What would be a beautiful description for conversion to DNF?
The problem of converting a formula to DNF is easy to explain: Given a boolean formula, write it as a disjunction of conjunctions. For example, $(x \lor y) \land z$ may be rewritten, by distributivity, as $(x \land z) \lor (y \land z)$. The mechanism is also easy to describe: Push $\lnot$ down by de Morgan, then pull $\lor$ above $\land$ by distributivity.
How to turn this description into an algorithm?
I know a nice algorithm for the first half. Expressed in OCaml, it goes
like this: We want a function with the type f1->f2, where
type f1 = [`Var of string | `Not of f1 | `And of f1 list | `Or of f1 list] type f2 = [`Pos of string | `Neg of string | `And of f2 list | `Or of f2 list]

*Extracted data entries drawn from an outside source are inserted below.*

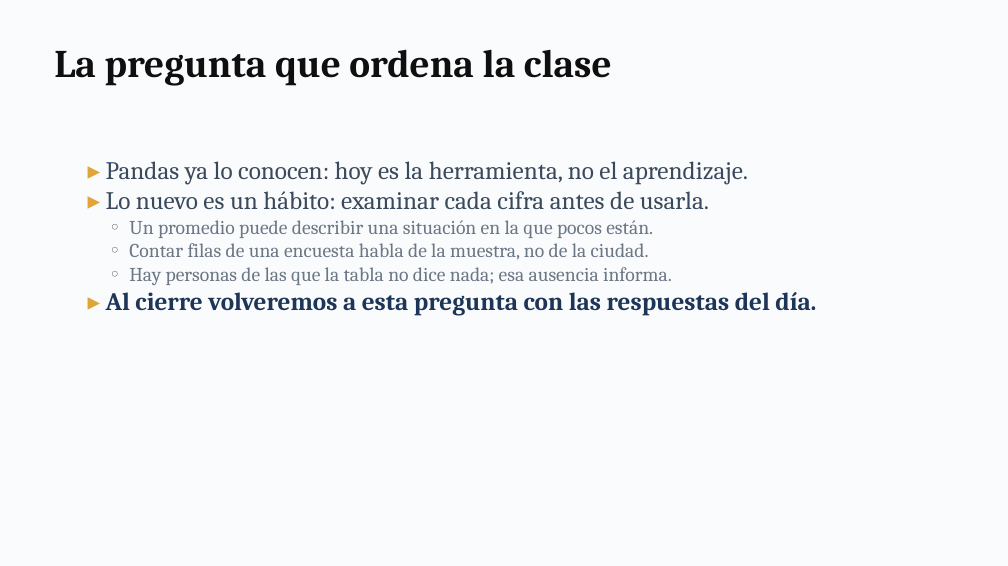
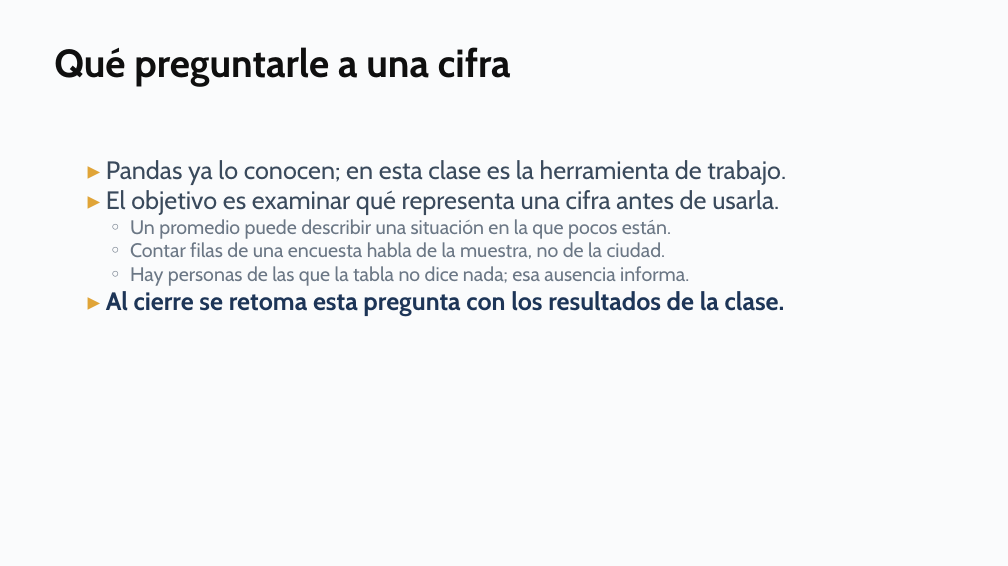
Before and after one commit to daniopitz/cienciadatos, a slide deck: slide 4 of presentaciones/clase02_pandas_eda.pptx. Drawn at 1008x566 pixels with LibreOffice and Linux fonts; fonts in the diff are those of the drawing. Boxes give left, top, right and bottom in pixels: in the first picture for what was removed or moved away, otherwise in the second. Text is boxed around its words. In the diff, an @@ line names an element or a change of style, - is before the commit and + after.

```diff
--- a/presentaciones/clase02_pandas_eda.pptx
+++ b/presentaciones/clase02_pandas_eda.pptx
@@ text at box(54, 47, 511, 87): text changed; font Cambria to Cabin @@
-La pregunta que ordena la clase
+Qué preguntarle a una cifra
@@ text at box(106, 160, 786, 215): text changed; font Cambria to Cabin @@
-▸ Pandas ya lo conocen: hoy es la herramienta, no el aprendizaje.
-▸ Lo nuevo es un hábito: examinar cada cifra antes de usarla.
+▸ Pandas ya lo conocen; en esta clase es la herramienta de trabajo.
+▸ El objetivo es examinar qué representa una cifra antes de usarla.
@@ text at box(130, 219, 689, 286): font Cambria to Cabin in "◦ Un promedio puede describir una situación ...", "◦ Contar filas de una encuesta habla ...", "◦ Hay personas de las que la ..." @@
@@ text at box(106, 291, 785, 316): text changed; font Cambria to Cabin @@
-▸ Al cierre volveremos a esta pregunta con las respuestas del día.
+▸ Al cierre se retoma esta pregunta con los resultados de la clase.
```
Also in this commit, not shown: 22 other slides changed, 3 slides added, 1 slide removed, 3 other files.

The trick is to keep around a parity.
let rec pnd (p : bool) : f1 -> f2 = function
| `Var x -> if p then `Pos x else `Neg x
| `Not f -> pnd (not p) f
| `And fs ->
let fs = List.map (pnd p) fs in
if p then `And fs else `Or fs
| `Or fs ->
let fs = List.map (pnd p) fs in
if p then `Or fs else `And fs
This algorithm I use when I do boolean manipulations on paper. So I like it. The code is nice, rather than beautiful, because it has some repetition.
What would be a similarly nice solution for the second half—applying
distributivity? Expressed in OCaml, we want a function with the type
f2->dnf, where
type dnf = [`Pos of string | `Neg of string] list list
Of course, I'm interested in solutions in any language.